Don't Grow Australian Plants!
Are we serious?
Is an organisation whose objective is to encourage the cultivation of Australian plants really suggesting that people should NOT grow those plants? Well....yes! Under certain circumstances.
It's regrettable that horticulture, forestry and agriculture have been responsible for many environmental disasters resulting from plants escaping from cultivation and invading natural ecosystems. Everyone has seen the problems that exotic weed species can cause. A few well known examples are:
- Prickly pear (Optunia sp.) - native to north and central America - devestated thousands of hectares of eastern Australia in the early 1900s until successfully controlled by biological means.
- Boneseed and bitou bush (Chrysanthemoides monilifera) from South Africa were used for sand dune stabilisation in eastern Australia and have spread rapidly well beyond coastal areas, replacing entire ecosystems.
- Fireweed, Senecio madagascariensis, (South Africa) has become a serious pest of pasture lands in New South Wales and is also spreading into Queensland.

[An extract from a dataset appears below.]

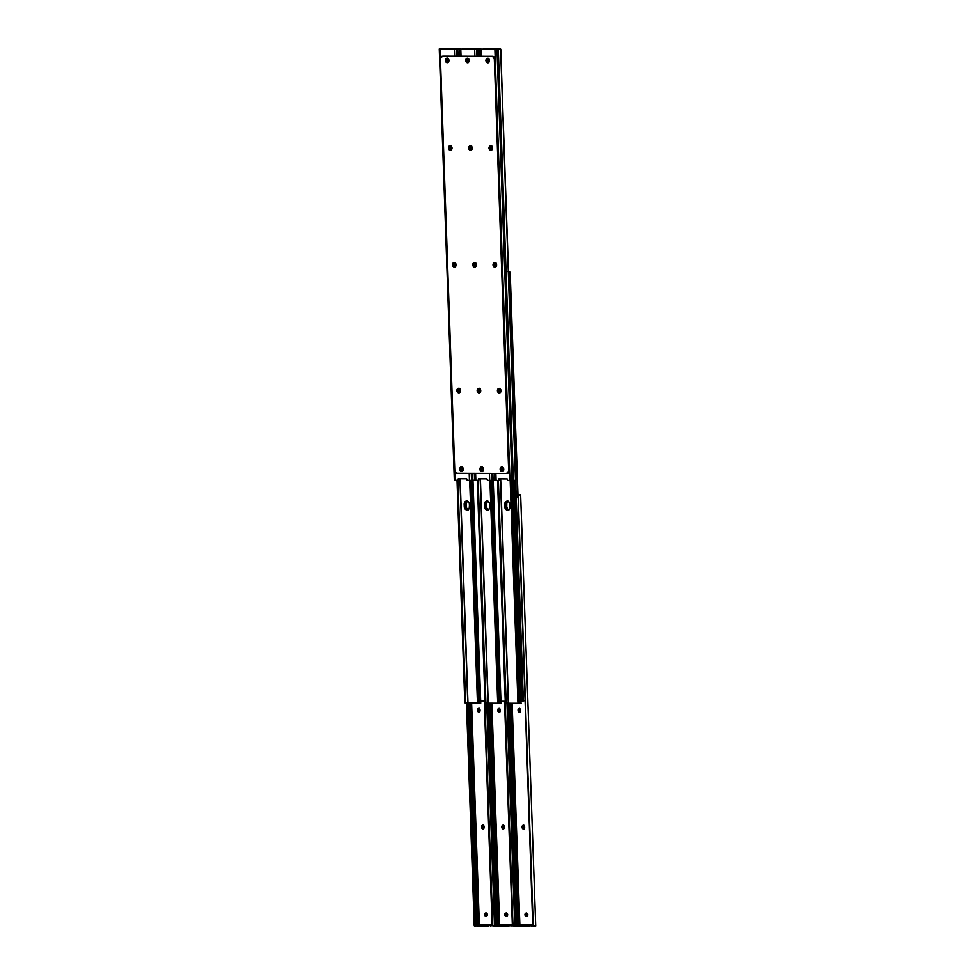 <?xml version="1.0" encoding="UTF-8"?>
<svg xmlns="http://www.w3.org/2000/svg" width="975" height="975" viewBox="0 0 975 975"><rect width="100%" height="100%" fill="white"/><g stroke="black" fill="none" stroke-linecap="round" stroke-linejoin="round"><path stroke-width="1.46" d="M503.234 825.264A2.267 1.792 -95.6 0 0 503.612 828.835L502.722 826.922L503.453 825.045M523.758 825.216L523.526 825.313A2.267 1.792 -95.6 0 0 523.867 828.896M526.61 913.112A1.597 1.255 84.4 0 1 526.719 916.293L526.268 916.293A1.597 1.255 84.4 0 1 526.159 913.1L527.524 913.575L527.914 915.013L526.025 916.256L524.964 914.379L526.378 913.161A2.267 1.792 -95.6 0 0 526.61 916.159L526.5 912.953M486.111 912.978A1.597 1.255 84.4 0 1 486.22 916.159L485.769 916.159A1.597 1.255 84.4 0 1 485.66 912.978L487.013 913.453L487.415 914.891L485.526 916.134L484.465 914.257L485.867 913.027A2.267 1.792 -95.6 0 0 486.111 916.025L486.001 912.832M506.11 913.1A2.267 1.792 -95.6 0 0 506.354 916.098L506.244 912.892M505.416 913.173L507.427 913.758L507.158 915.964L504.94 915.513L505.428 913.161M499.822 712.237L498.688 710.592L499.115 708.545A2.267 1.792 -95.6 0 0 499.541 712.055A1.597 1.255 -95.6 0 1 498.493 710.495L497.798 710.568L497.859 709.398L498.993 708.411L500.321 710.58A1.597 1.255 84.4 0 1 499.115 712.164L497.786 710.007A1.597 1.255 84.4 0 1 500.309 710.007L499.115 712.164A1.597 1.255 84.4 0 1 497.798 710.568L499.566 712.067M519.407 708.557A2.267 1.792 -95.6 0 0 519.785 712.116A1.597 1.255 -95.6 0 1 518.749 710.568L518.054 710.629L518.103 709.459L519.236 708.472L520.577 710.641A1.597 1.255 84.4 0 1 519.37 712.225L518.03 710.068A1.597 1.255 84.4 0 1 520.553 710.068L519.37 712.225A1.597 1.255 84.4 0 1 518.054 710.629L519.809 712.128M482.978 825.203A2.267 1.792 -95.6 0 0 483.368 828.774L482.467 826.861L483.198 824.984M482.674 828.848L481.662 827.592L482.125 825.398L483.527 825.398L484.148 827.287A1.597 1.255 84.4 0 1 482.942 828.884L482.698 828.848M478.908 708.423A2.267 1.792 -95.6 0 0 479.286 711.994L478.384 710.08L479.127 708.203M478.591 712.067L477.579 710.812L478.043 708.618L479.444 708.618L480.078 710.519A1.597 1.255 84.4 0 1 478.871 712.103L478.615 712.067M524.148 829.079L522.966 826.983L523.709 825.106M520.077 712.298L518.944 710.653L519.626 708.325M483.649 828.957L483.332 828.75A1.597 1.255 -95.6 0 1 482.32 827.214L483.393 828.787M523.453 829.006L522.247 828.019L522.442 825.715L524.026 825.533L524.66 827.422A1.597 1.255 84.4 0 1 522.125 827.409L522.819 827.336A1.597 1.255 -95.6 0 0 523.892 828.908L522.112 826.849A1.597 1.255 84.4 0 1 524.635 826.849L523.453 829.006M532.703 924.154L518.091 495.788A2.121 2.108 109 0 0 517.652 497.153L517.798 497.213A2.121 2.108 -71 0 1 518.237 495.836L519.76 494.971L518.091 495.788L519.76 494.971L518.237 495.836L533.24 925.482A2.121 2.108 -71 0 1 532.703 924.154M515.885 924.044L508.17 703.28L515.897 924.41L515.872 925.372L515.885 924.044L514.763 924.093L515.885 924.044M507.049 703.365L514.763 924.093L507.049 703.365M533.093 925.433L534.032 926.031L532.569 924.093A2.121 2.108 109 0 0 533.093 925.433M515.007 926.055L514.178 926.079L515.08 926.104L506.988 703.365L514.727 925.75L516.494 926.043M515.019 926.104L517.347 926.006L509.572 703.243L517.347 926.006L515.872 925.372M531.168 925.031L529.181 925.117L531.168 925.031L531.204 926.165L531.168 925.031M518.164 926.14L517.969 925.056L520.345 924.787L532.716 924.824L517.981 925.056L533.995 925.97M526.268 916.293L527.085 916.22L526.268 916.293M518.712 495.215L519.346 494.812L517.969 494.776L518.712 495.215M533.825 925.97L518.529 925.08L518.566 926.213L529.23 926.25L518.091 926.201M520.638 494.825L519.76 494.971L520.65 494.861L535.726 926.031L520.638 494.861M534.824 926.165L535.726 926.031L534.824 926.165M514.776 925.97L506.963 703.365M517.347 926.006L518.005 925.982L517.347 926.006M518.615 924.958L510.876 703.243L518.615 924.958M512.131 703.243L519.87 924.836L512.131 703.243M519.687 708.435L518.724 709.995A1.597 1.255 -95.6 0 1 519.492 708.508M523.563 825.289A1.597 1.255 -95.6 0 0 522.807 826.776L523.526 825.313M526.488 913.112A1.597 1.255 -95.6 0 0 526.963 916.22L525.683 914.94L526.378 913.161M520.467 494.764L517.969 494.703L520.467 494.764M503.197 828.945L501.991 827.958L502.186 825.654L503.77 825.459L504.404 827.361A1.597 1.255 84.4 0 1 501.881 827.348L502.576 827.275A1.597 1.255 -95.6 0 0 503.636 828.848L501.857 826.776A1.597 1.255 84.4 0 1 504.38 826.788L503.197 828.945M512.46 924.081L505.16 701.244L512.984 925.421A2.121 2.108 -71 0 1 512.46 924.081L512.46 924.081M504.526 701.244L512.314 924.032L504.526 701.244M495.629 923.983L487.927 703.219L495.641 924.349L495.617 925.312L495.629 923.983L494.508 924.032L495.629 923.983M486.805 703.304L494.508 924.032L486.805 703.304M513.776 925.97L512.314 924.032A2.121 2.108 109 0 0 512.838 925.372L514.178 926.079M494.752 925.994L493.935 926.018L494.825 926.031L486.732 703.304L494.483 925.689L496.238 925.982L495.617 925.312M496.433 925.97L497.092 925.945L489.316 703.17L497.092 925.945L495.629 925.702M510.924 924.97L508.938 925.056L510.924 924.97L510.961 926.104L510.924 924.97M497.908 926.079L497.725 924.983L500.09 924.727L512.472 924.763L497.737 924.995L513.752 925.909M513.581 925.909L498.274 925.019L498.31 926.152L508.974 926.189L497.774 926.128M494.52 925.909L486.72 703.304M497.092 925.945L497.75 925.909L497.092 925.945M498.371 924.897L490.62 703.182L498.371 924.897M491.888 703.182L499.614 924.775L491.888 703.182M505.903 913.039L506.354 913.039A1.597 1.255 84.4 0 1 506.464 916.232L506.025 916.22A1.597 1.255 84.4 0 1 505.903 913.039M499.432 708.374L498.469 709.934A1.597 1.255 -95.6 0 1 499.237 708.447M503.319 825.228A1.597 1.255 -95.6 0 0 502.552 826.715L503.514 825.155M506.232 913.039A1.597 1.255 -95.6 0 0 506.707 916.159L505.391 914.562L506.354 913.002M492.204 924.02L484.904 701.183L492.741 925.36A2.121 2.108 -71 0 1 492.204 924.02L492.204 924.02M484.283 701.183L492.058 923.971L484.283 701.183M475.373 923.922L467.671 703.158L475.386 924.288L475.361 925.251L475.373 923.922L474.252 923.971L475.373 923.922M466.55 703.243L474.252 923.971L466.55 703.243M493.521 925.909L492.058 923.971A2.121 2.108 109 0 0 492.594 925.299L493.935 926.018M474.386 925.957L466.489 703.243L474.228 925.616L475.995 925.921M474.52 925.982L476.848 925.872L469.06 703.109L476.848 925.872L475.361 925.251M490.669 924.909L488.682 924.995L490.669 924.909L490.705 926.043L490.669 924.909M477.653 926.018L477.47 924.922L479.834 924.666L492.217 924.702L477.482 924.934L493.496 925.848M485.769 916.159L486.586 916.098L485.769 916.159M493.326 925.836L478.018 924.958L478.067 926.092L488.719 926.128L477.555 926.031M474.264 925.848L466.464 703.243M476.848 925.872L477.506 925.848L476.848 925.872M478.116 924.836L470.377 703.121L478.116 924.836M471.632 703.121L479.371 924.714L471.632 703.121M484.136 826.727L482.942 828.884A1.597 1.255 84.4 0 1 481.626 827.287L482.32 827.214L481.601 826.715A1.597 1.255 84.4 0 1 484.136 826.727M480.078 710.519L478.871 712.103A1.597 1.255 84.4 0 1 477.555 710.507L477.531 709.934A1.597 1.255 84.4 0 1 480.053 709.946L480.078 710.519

It is a prolific seeder....25,000 to 30,000 seeds per plant with almost 100% germination rate.
But some Australian native plants can also be problem species, both within Australia and overseas. For example:
- Melaleuca quinquenervia (native to eastern Australia and New Guinea) has grown uncontrolled in the Florida Everglades to the exclusion of native species.
- Acacia saligna, A.cyclops, A.melanoxylon, A.mearnsii, and A.decurrens (all Australian natives) are causing serious environmental problems in the South African "fynbos".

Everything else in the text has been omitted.